Anyway, I assume this is why you have been given this homework assignment, to learn that series like this don't converge very well for large values. Instead, you should consider how to do range reduction.
For example, can you use the identity
exp(x+y) = exp(x)*exp(y)
to your advantage? Suppose you store the value of exp(1) = 2.7182818284590452353...
Now, if I were to ask you to compute the value of exp(1.3), how would you use the above information?
exp(1.3) = exp(1)*exp(0.3)
But we KNOW the value of exp(1) already. In fact, with a little thought, this will let you reduce the range for an exponential down to needing the series to converge rapidly only for abs(x) <= 0.5.
Edit: There is a second way one can do range reduction using a variation of the same identity.
exp(x) = exp(x/2)*exp(x/2) = exp(x/2)^2
Thus, suppose you wish to compute the exponential of large number, perhaps 12.8. Getting this to converge acceptably fast will take many terms in the simple series, and there will be a great deal of subtractive cancellation happening, so you won't get good accuracy anyway. However, if we recognize that
12.8 = 2*6.4 = 2*2*3.2 = ... = 16*0.8
then IF you could efficiently compute the exponential of 0.8, then the desired value is easy to recover, perhaps by repeated squaring.
exp(12.8)
ans =
362217.449611248
a = exp(0.8)
a =
2.22554092849247
a = a*a;
a = a*a;
a = a*a;
a = a*a
362217.449611249
exp(0.8)^16
ans =
362217.449611249
Note that WHENEVER you do range reduction using methods like this, while you may incur numerical problems due to the additional computations necessary, you will usually come out way ahead due to the greatly enhanced convergence of your series.

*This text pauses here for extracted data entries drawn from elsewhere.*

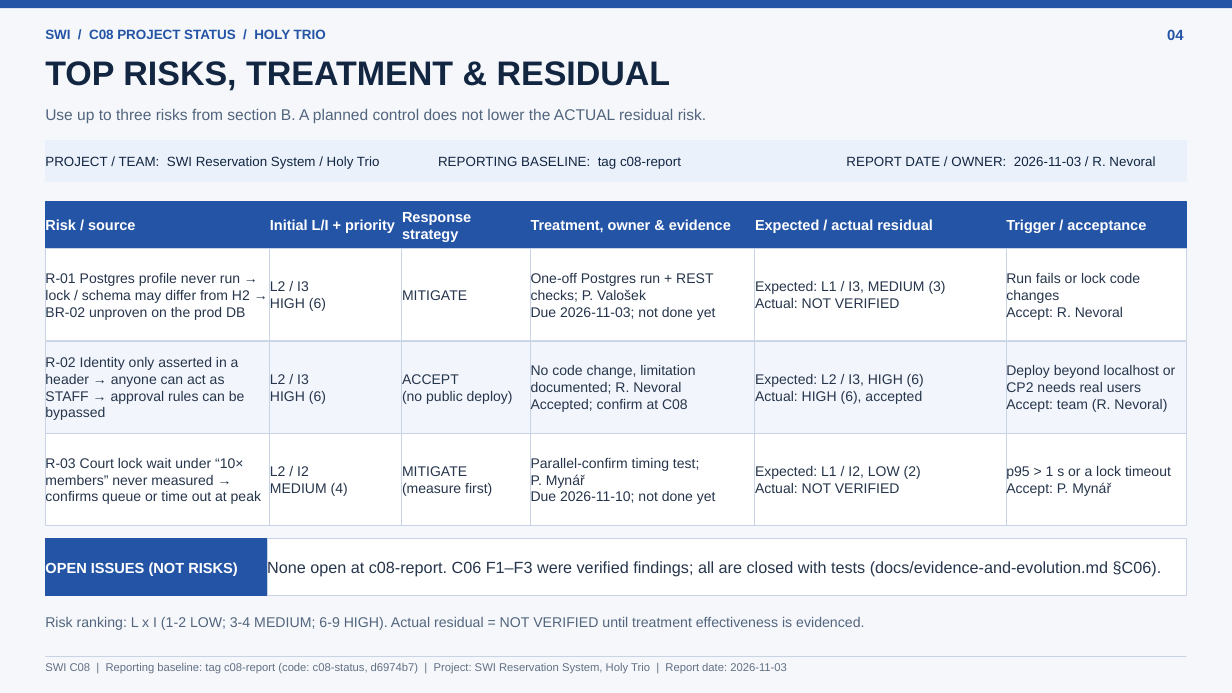
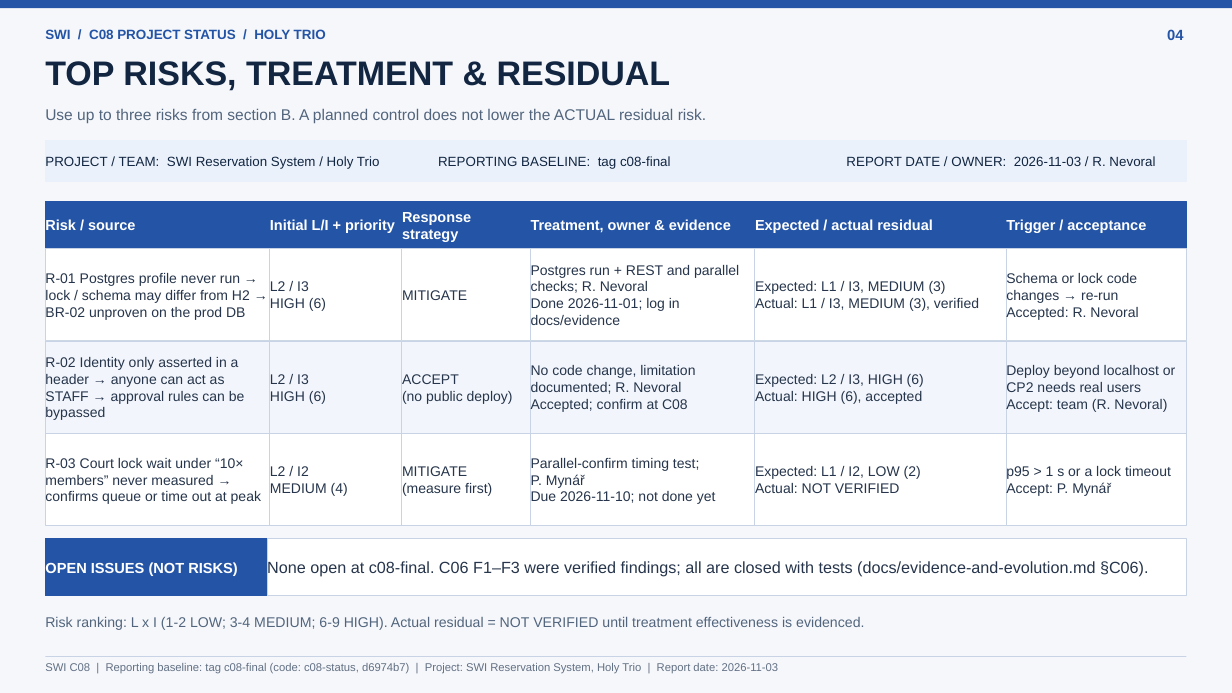
Before and after one commit to tewyss/Reservation-System-SWI, a slide deck: slide 4 of docs/c08-project-status.pptx. Drawn at 1232x693 pixels with LibreOffice and Linux fonts; fonts in the diff are those of the drawing. Boxes give left, top, right and bottom in pixels: in the first picture for what was removed or moved away, otherwise in the second. Text is boxed around its words. In the diff, an @@ line names an element or a change of style, - is before the commit and + after.

Commit message:
C08: R-01 treatment - PostgreSQL verification run

```diff
--- a/docs/c08-project-status.pptx
+++ b/docs/c08-project-status.pptx
@@ text in rectangle at [438, 156, 671, 169]: text changed @@
-REPORTING BASELINE: tag c08-report
+REPORTING BASELINE: tag c08-final
@@ text in rectangle at [531, 265, 739, 325]: text changed @@
-One-off Postgres run + REST checks; P. Valošek
-Due 2026-11-03; not done yet
+Postgres run + REST and parallel checks; R. Nevoral
+Done 2026-11-01; log in docs/evidence
@@ text in rectangle at [755, 298, 979, 311]: text changed @@
-Actual: NOT VERIFIED
+Actual: L1 / I3, MEDIUM (3), verified
@@ text in rectangle at [1006, 272, 1138, 321]: text changed @@
-Run fails or lock code changes
-Accept: R. Nevoral
+Schema or lock code changes → re-run
+Accepted: R. Nevoral
@@ text in rectangle at [267, 560, 1149, 577]: text changed @@
-None open at c08-report. C06 F1–F3 were verified findings; all are closed with tests (docs/evidence-and-evolution.md §C06).
+None open at c08-final. C06 F1–F3 were verified findings; all are closed with tests (docs/evidence-and-evolution.md §C06).
@@ text at [45, 663, 779, 674]: text changed @@
-SWI C08 | Reporting baseline: tag c08-report (code: c08-status, d6974b7) | Project: SWI Reservation System, Holy Trio | Report date: 2026-11-03
+SWI C08 | Reporting baseline: tag c08-final (code: c08-status, d6974b7) | Project: SWI Reservation System, Holy Trio | Report date: 2026-11-03
```
Also in this commit, not shown: 5 other slides changed, 3 other files.
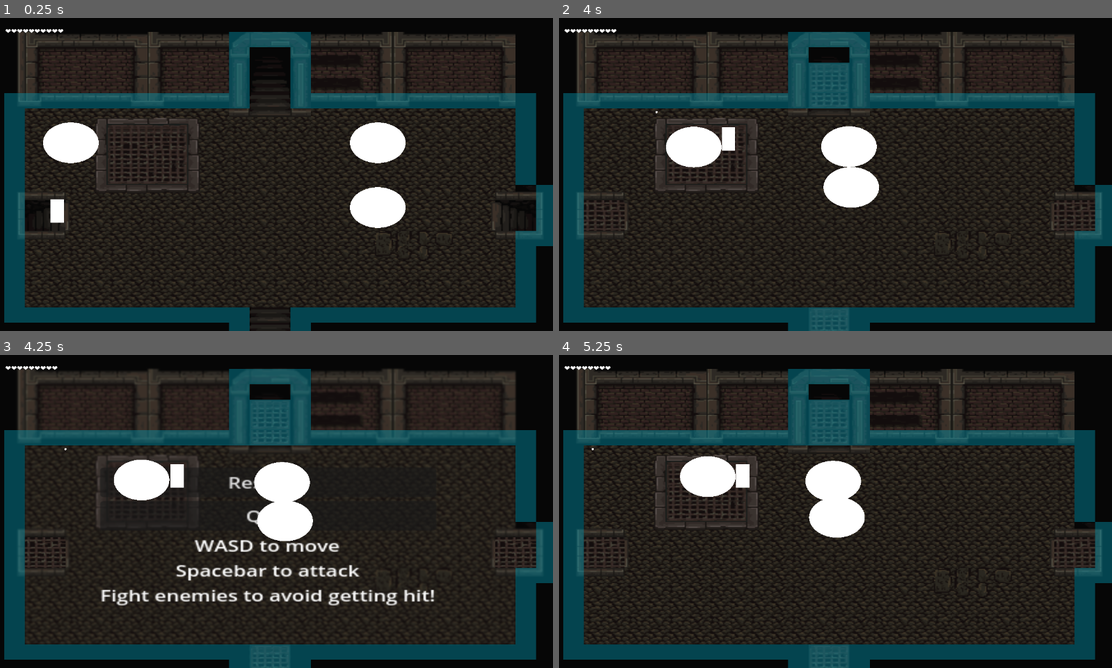
Above: before the commit, frames 1-4 (two rows, left to right).
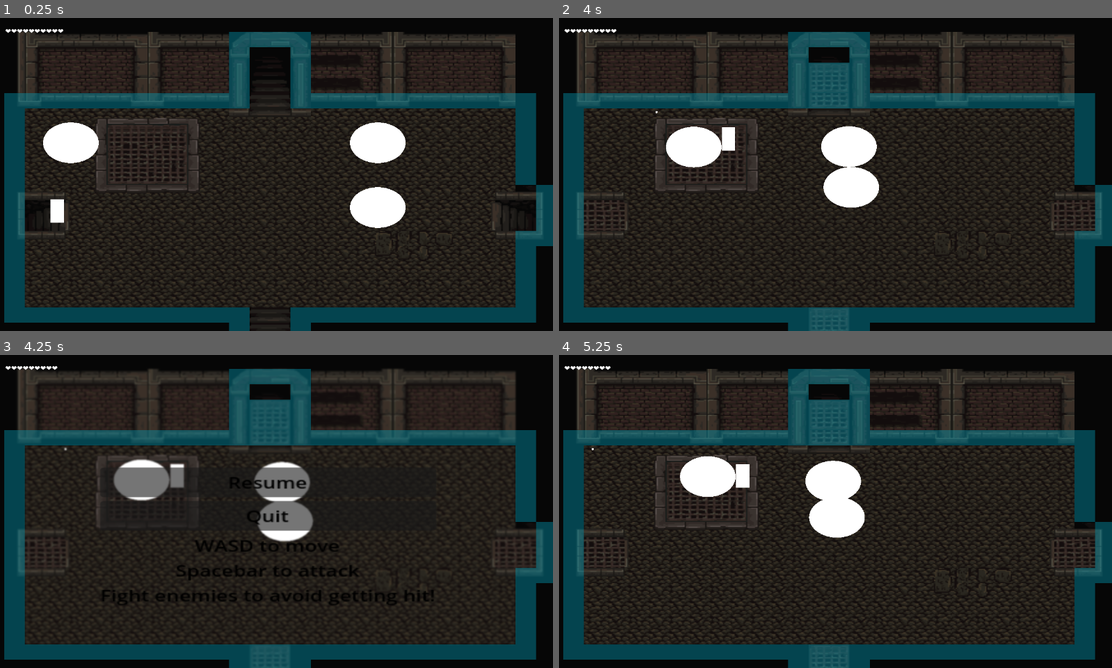
Above: after the commit, the same moments.

Repository: WilliamKluck/CSS385_Project
Game: Godot game, scene res://Scenes/room.tscn
Two runs of this game, one before a commit and one after it. Both use one fixed random seed, a clock stepped at 60 frames per second and the inputs below.
Inputs:
- Up to frame 1 (0.25 s): no input
- Up to frame 2 (4 s): hold D (move_right) 0.53-1.28 s; hold Space (shoot) 0.53-1.28 s; hold S (move_down) 1.28-2.03 s; tap Space (shoot) at 1.35, 2.85 s; hold D (move_right) 2.03-2.78 s; hold Space (shoot) 2.03-2.78 s; hold W (move_up) 2.78-3.53 s; hold Left (move_left) from 3.53 s (still down); hold Space (shoot) from 3.53 s (still down)
- Up to frame 3 (4.25 s): keep holding Left (move_left); keep holding Space (shoot); tap Escape (pause) at 4.15 s
- Up to frame 4 (5.25 s): release Space (shoot) at 4.28 s; tap Space (shoot) at 4.35 s; release Left (move_left) at 5 s; click "Resume" at 5 s

Frames 1-2 are identical in both runs. In frame 3, 5.8% of the frame differs, in the area x 11-79%, y 29-81%; in frame 4, nothing differs.

Commit message:
pause fixes

Diff:
--- a/Scenes/room.tscn
+++ b/Scenes/room.tscn
@@ -2095,6 +2095,7 @@
 
 [node name="PauseMenu" parent="." instance=ExtResource("7_bxa4p")]
 visible = false
+z_index = 2
 offset_left = 59.1958
 offset_top = 39.0765
 offset_right = 59.1958
--- a/UI/pause_menu.tscn
+++ b/UI/pause_menu.tscn
@@ -37,14 +37,21 @@
 
 [node name="Resume" type="Button" parent="MarginContainer/VBoxContainer"]
 layout_mode = 2
+theme_override_colors/font_hover_pressed_color = Color(0, 0, 0, 1)
+theme_override_colors/font_hover_color = Color(0, 0, 0, 1)
+theme_override_colors/font_color = Color(0, 0, 0, 1)
 text = "Resume"
 
 [node name="Quit" type="Button" parent="MarginContainer/VBoxContainer"]
 layout_mode = 2
+theme_override_colors/font_hover_pressed_color = Color(0, 0, 0, 1)
+theme_override_colors/font_hover_color = Color(0, 0, 0, 1)
+theme_override_colors/font_color = Color(0, 0, 0, 1)
 text = "Quit"
 
 [node name="Instructions" type="Label" parent="MarginContainer/VBoxContainer"]
 layout_mode = 2
+theme_override_colors/font_color = Color(0, 0, 0, 1)
 text = "WASD to move
 Spacebar to attack
 Fight enemies to avoid getting hit!"

Why do you think that's the wrong answer? Look at the last term of that sequence, and it's size, and tell me why you expect you should have an answer that's close to 0.

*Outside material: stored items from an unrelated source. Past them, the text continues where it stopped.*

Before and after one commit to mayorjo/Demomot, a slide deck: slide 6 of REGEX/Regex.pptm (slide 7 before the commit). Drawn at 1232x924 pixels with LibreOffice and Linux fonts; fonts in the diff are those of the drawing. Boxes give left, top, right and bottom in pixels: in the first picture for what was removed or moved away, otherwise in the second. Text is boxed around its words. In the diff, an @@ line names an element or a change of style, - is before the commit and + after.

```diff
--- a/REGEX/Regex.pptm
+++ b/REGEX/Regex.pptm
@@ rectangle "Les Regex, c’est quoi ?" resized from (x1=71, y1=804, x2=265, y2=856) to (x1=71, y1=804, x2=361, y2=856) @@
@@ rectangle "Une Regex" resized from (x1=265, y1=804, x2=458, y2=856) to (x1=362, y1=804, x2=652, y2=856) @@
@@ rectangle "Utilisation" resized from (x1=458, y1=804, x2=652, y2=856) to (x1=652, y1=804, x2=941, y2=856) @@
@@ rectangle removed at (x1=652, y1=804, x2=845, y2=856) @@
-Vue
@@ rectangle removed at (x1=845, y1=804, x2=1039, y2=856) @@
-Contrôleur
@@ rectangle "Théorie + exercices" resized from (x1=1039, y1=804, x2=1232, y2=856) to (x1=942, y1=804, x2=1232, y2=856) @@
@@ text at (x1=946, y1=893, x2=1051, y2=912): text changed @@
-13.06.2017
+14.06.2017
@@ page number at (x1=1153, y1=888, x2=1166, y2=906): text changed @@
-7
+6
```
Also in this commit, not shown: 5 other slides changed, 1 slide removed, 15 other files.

My original answer stated that roundoff error was the problem. That will be a problem with this basic approach, but why do you think 40 is enough terms for the appropriate mathematical ( as opposed to computer floating point arithmetic) answer.
100^40 / 40! ~= 10^31.
Woodchip has the right idea with range reduction. That's the typical approach people use to implement these kinds of functions very quickly. Once you get that all figured out, you deal with roundoff errors of alternating sequences, by summing adjacent terms within the loop, and stepping with k = 1 : 2 : 40 (for instance). That doesn't work here until you use woodchips's idea because for x = -100, the summands grow for a very long time. You need |x| < 1 to guarantee intermediate terms are shrinking, and thus a rewrite will work.